Dashboard results
After each optimization run, visit the Opik dashboard to understand what changed and decide whether to ship the new prompt.
Navigate to your run
- Open https://www.comet.com/opik.
- In the left nav, click Optimization runs under Evaluation.
- Select the run you care about (grouped by dataset + optimizer). The detail view shows charts, trials, prompts, and per-sample traces.
Key panels
Optimization progress chart
Plots every trial score in chronological order and highlights the current best prompt. Hover to read exact values and see percentage improvements.
Trial table
Lists each trial, the optimizer used, the prompt JSON, and per-trial scores. Click a trial row to expand dataset items and attached traces.
Examples & traces
When you expand a trial, you can inspect every dataset item that ran during that trial plus the corresponding trace tree (tool calls, attachments, etc.).

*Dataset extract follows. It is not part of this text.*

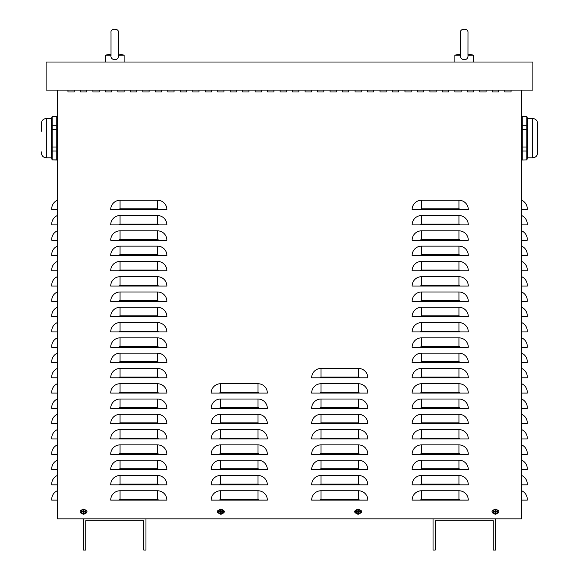 <?xml version="1.0" encoding="UTF-8"?>
<svg xmlns="http://www.w3.org/2000/svg" width="579" height="579" viewBox="0 0 579 579"><rect width="100%" height="100%" fill="white"/><g stroke="black" fill="none" stroke-linecap="round" stroke-linejoin="round"><path stroke-width="0.87" d="M492.324 91.974L492.324 90.1L492.324 91.974L498.57 91.974L492.324 91.974M498.57 90.1L498.57 91.974L498.57 90.1M467.362 91.974L467.362 90.1L467.362 91.974L473.608 91.974L467.362 91.974M473.608 90.1L473.608 91.974L473.608 90.1M442.399 91.974L442.399 90.1L442.399 91.974L448.638 91.974L442.399 91.974M448.638 90.1L448.638 91.974L448.638 90.1M417.437 91.974L417.437 90.1L417.437 91.974L423.676 91.974L417.437 91.974M423.676 90.1L423.676 91.974L423.676 90.1M392.475 91.974L392.475 90.1L392.475 91.974L398.714 91.974L392.475 91.974M398.714 90.1L398.714 91.974L398.714 90.1M367.513 91.974L367.513 90.1L367.513 91.974L373.752 91.974L367.513 91.974M373.752 90.1L373.752 91.974L373.752 90.1M342.544 91.974L342.544 90.1L342.544 91.974L348.79 91.974L342.544 91.974M348.79 90.1L348.79 91.974L348.79 90.1M317.582 91.974L317.582 90.1L317.582 91.974L323.827 91.974L317.582 91.974M323.827 90.1L323.827 91.974L323.827 90.1M292.619 91.974L292.619 90.1L292.619 91.974L298.858 91.974L292.619 91.974M298.858 90.1L298.858 91.974L298.858 90.1M267.657 91.974L267.657 90.1L267.657 91.974L273.896 91.974L267.657 91.974M273.896 90.1L273.896 91.974L273.896 90.1M242.695 91.974L242.695 90.1L242.695 91.974L248.934 91.974L242.695 91.974M248.934 90.1L248.934 91.974L248.934 90.1M217.733 91.974L217.733 90.1L217.733 91.974L223.972 91.974L217.733 91.974M223.972 90.1L223.972 91.974L223.972 90.1M192.771 91.974L192.771 90.1L192.771 91.974L199.01 91.974L192.771 91.974M199.01 90.1L199.01 91.974L199.01 90.1M167.801 91.974L167.801 90.1L167.801 91.974L174.047 91.974L167.801 91.974M174.047 90.1L174.047 91.974L174.047 90.1M142.839 91.974L142.839 90.1L142.839 91.974L149.085 91.974L142.839 91.974M149.085 90.1L149.085 91.974L149.085 90.1M117.877 91.974L117.877 90.1L117.877 91.974L124.116 91.974L117.877 91.974M124.116 90.1L124.116 91.974L124.116 90.1M92.915 91.974L92.915 90.1L92.915 91.974L99.154 91.974L92.915 91.974M99.154 90.1L99.154 91.974L99.154 90.1M67.953 91.974L67.953 90.1L67.953 91.974L74.192 91.974L67.953 91.974M74.192 90.1L74.192 91.974L74.192 90.1M222.799 510.113A1.563 1.563 0 0 1 224.283 511.67A1.563 1.563 0 0 1 222.799 513.226M218.898 513.226A1.563 1.563 0 0 1 217.422 511.67A1.563 1.563 0 0 1 218.898 510.113M497.397 510.113A1.563 1.563 0 0 1 498.881 511.67A1.563 1.563 0 0 1 497.397 513.226M493.496 513.226A1.563 1.563 0 0 1 492.012 511.67A1.563 1.563 0 0 1 493.496 510.113M360.102 510.113A1.563 1.563 0 0 1 361.578 511.67A1.563 1.563 0 0 1 360.102 513.226M356.201 513.226A1.563 1.563 0 0 1 354.717 511.67A1.563 1.563 0 0 1 356.201 510.113M85.504 510.113A1.563 1.563 0 0 1 86.988 511.67A1.563 1.563 0 0 1 85.504 513.226M81.603 513.226A1.563 1.563 0 0 1 80.119 511.67A1.563 1.563 0 0 1 81.603 510.113M80.43 91.974L80.43 90.1L80.43 91.974L86.676 91.974L80.43 91.974M86.676 90.1L86.676 91.974L86.676 90.1M105.392 91.974L105.392 90.1L105.392 91.974L111.638 91.974L105.392 91.974M111.638 90.1L111.638 91.974L111.638 90.1M130.362 91.974L130.362 90.1L130.362 91.974L136.601 91.974L130.362 91.974M136.601 90.1L136.601 91.974L136.601 90.1M155.324 91.974L155.324 90.1L155.324 91.974L161.563 91.974L155.324 91.974M161.563 90.1L161.563 91.974L161.563 90.1M180.286 91.974L180.286 90.1L180.286 91.974L186.525 91.974L180.286 91.974M186.525 90.1L186.525 91.974L186.525 90.1M205.248 91.974L205.248 90.1L205.248 91.974L211.487 91.974L205.248 91.974M211.487 90.1L211.487 91.974L211.487 90.1M230.21 91.974L230.21 90.1L230.21 91.974L236.456 91.974L230.21 91.974M236.456 90.1L236.456 91.974L236.456 90.1M255.173 91.974L255.173 90.1L255.173 91.974L261.418 91.974L255.173 91.974M261.418 90.1L261.418 91.974L261.418 90.1M280.142 91.974L280.142 90.1L280.142 91.974L286.381 91.974L280.142 91.974M286.381 90.1L286.381 91.974L286.381 90.1M305.104 91.974L305.104 90.1L305.104 91.974L311.343 91.974L305.104 91.974M311.343 90.1L311.343 91.974L311.343 90.1M330.066 91.974L330.066 90.1L330.066 91.974L336.305 91.974L330.066 91.974M336.305 90.1L336.305 91.974L336.305 90.1M355.028 91.974L355.028 90.1L355.028 91.974L361.267 91.974L355.028 91.974M361.267 90.1L361.267 91.974L361.267 90.1M379.99 91.974L379.99 90.1L379.99 91.974L386.229 91.974L379.99 91.974M386.229 90.1L386.229 91.974L386.229 90.1M404.953 91.974L404.953 90.1L404.953 91.974L411.199 91.974L404.953 91.974M411.199 90.1L411.199 91.974L411.199 90.1M429.915 91.974L429.915 90.1L429.915 91.974L436.161 91.974L429.915 91.974M436.161 90.1L436.161 91.974L436.161 90.1M454.884 91.974L454.884 90.1L454.884 91.974L461.123 91.974L454.884 91.974M461.123 90.1L461.123 91.974L461.123 90.1M479.846 91.974L479.846 90.1L479.846 91.974L486.085 91.974L479.846 91.974M486.085 90.1L486.085 91.974L486.085 90.1M504.808 91.974L504.808 90.1L504.808 91.974L511.047 91.974L504.808 91.974M511.047 90.1L511.047 91.974L511.047 90.1M57.343 200.254A9.358 9.358 0 0 0 51.726 208.831L51.726 209.612L57.343 209.612M57.343 215.54A9.358 9.358 0 0 0 51.726 224.124L51.726 224.905L57.343 224.905M57.343 230.833A9.358 9.358 0 0 0 51.726 239.409L51.726 240.191L57.343 240.191M57.343 246.126A9.358 9.358 0 0 0 51.726 254.702L51.726 255.484L57.343 255.484M57.343 261.411A9.358 9.358 0 0 0 51.726 269.995L51.726 270.777L57.343 270.777M57.343 276.704A9.358 9.358 0 0 0 51.726 285.281L51.726 286.062L57.343 286.062M57.343 291.99A9.358 9.358 0 0 0 51.726 300.573L51.726 301.355L57.343 301.355M57.343 307.283A9.358 9.358 0 0 0 51.726 315.859L51.726 316.641L57.343 316.641M57.343 322.575A9.358 9.358 0 0 0 51.726 331.152L51.726 331.933L57.343 331.933M57.343 337.861A9.358 9.358 0 0 0 51.726 346.445L51.726 347.226L57.343 347.226M57.343 353.154A9.358 9.358 0 0 0 51.726 361.73L51.726 362.512L57.343 362.512M57.343 368.439A9.358 9.358 0 0 0 51.726 377.023L51.726 377.805L57.343 377.805M57.343 383.732A9.358 9.358 0 0 0 51.726 392.309L51.726 393.09L57.343 393.09M57.343 399.025A9.358 9.358 0 0 0 51.726 407.602L51.726 408.383L57.343 408.383M57.343 414.311A9.358 9.358 0 0 0 51.726 422.894L51.726 423.676L57.343 423.676M57.343 429.604A9.358 9.358 0 0 0 51.726 438.18L51.726 438.962L57.343 438.962M57.343 444.889A9.358 9.358 0 0 0 51.726 453.473L51.726 454.254L57.343 454.254M57.343 460.182A9.358 9.358 0 0 0 51.726 468.758L51.726 469.54L57.343 469.54M57.343 475.475A9.358 9.358 0 0 0 51.726 484.051L51.726 484.833L57.343 484.833M57.343 490.76A9.358 9.358 0 0 0 51.726 499.344L51.726 500.126L57.343 500.126M521.657 200.254A9.358 9.358 0 0 1 527.274 208.831L527.274 209.612L521.657 209.612M521.657 215.54A9.358 9.358 0 0 1 527.274 224.124L527.274 224.905L521.657 224.905M521.657 230.833A9.358 9.358 0 0 1 527.274 239.409L527.274 240.191L521.657 240.191M521.657 246.126A9.358 9.358 0 0 1 527.274 254.702L527.274 255.484L521.657 255.484M521.657 261.411A9.358 9.358 0 0 1 527.274 269.995L527.274 270.777L521.657 270.777M521.657 276.704A9.358 9.358 0 0 1 527.274 285.281L527.274 286.062L521.657 286.062M521.657 291.99A9.358 9.358 0 0 1 527.274 300.573L527.274 301.355L521.657 301.355M521.657 307.283A9.358 9.358 0 0 1 527.274 315.859L527.274 316.641L521.657 316.641M521.657 322.575A9.358 9.358 0 0 1 527.274 331.152L527.274 331.933L521.657 331.933M521.657 337.861A9.358 9.358 0 0 1 527.274 346.445L527.274 347.226L521.657 347.226M521.657 353.154A9.358 9.358 0 0 1 527.274 361.73L527.274 362.512L521.657 362.512M521.657 368.439A9.358 9.358 0 0 1 527.274 377.023L527.274 377.805L521.657 377.805M521.657 383.732A9.358 9.358 0 0 1 527.274 392.309L527.274 393.09L521.657 393.09M521.657 399.025A9.358 9.358 0 0 1 527.274 407.602L527.274 408.383L521.657 408.383M521.657 414.311A9.358 9.358 0 0 1 527.274 422.894L527.274 423.676L521.657 423.676M521.657 429.604A9.358 9.358 0 0 1 527.274 438.18L527.274 438.962L521.657 438.962M521.657 444.889A9.358 9.358 0 0 1 527.274 453.473L527.274 454.254L521.657 454.254M521.657 460.182A9.358 9.358 0 0 1 527.274 468.758L527.274 469.54L521.657 469.54M521.657 475.475A9.358 9.358 0 0 1 527.274 484.051L527.274 484.833L521.657 484.833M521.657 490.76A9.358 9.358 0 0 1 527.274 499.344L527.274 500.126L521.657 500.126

Failure modes (reflective runs only)
Hierarchical Reflective runs add a panel that clusters similar failures. Expand a cluster to read metric reasons and sample traces.
Dataset coverage
Confirms how many dataset rows were sampled per trial so you can judge statistical significance.
Reuse results
While the UI currently focuses on analysis, you can always pull prompts and history directly from the SDK after the run finishes:
Use optimized_prompt to update your application and history to build custom reports or attach evidence to pull requests.
Next steps
- Feed the exported prompt back into your application.
- Attach dashboards or screenshots to your PR so reviewers understand the improvement.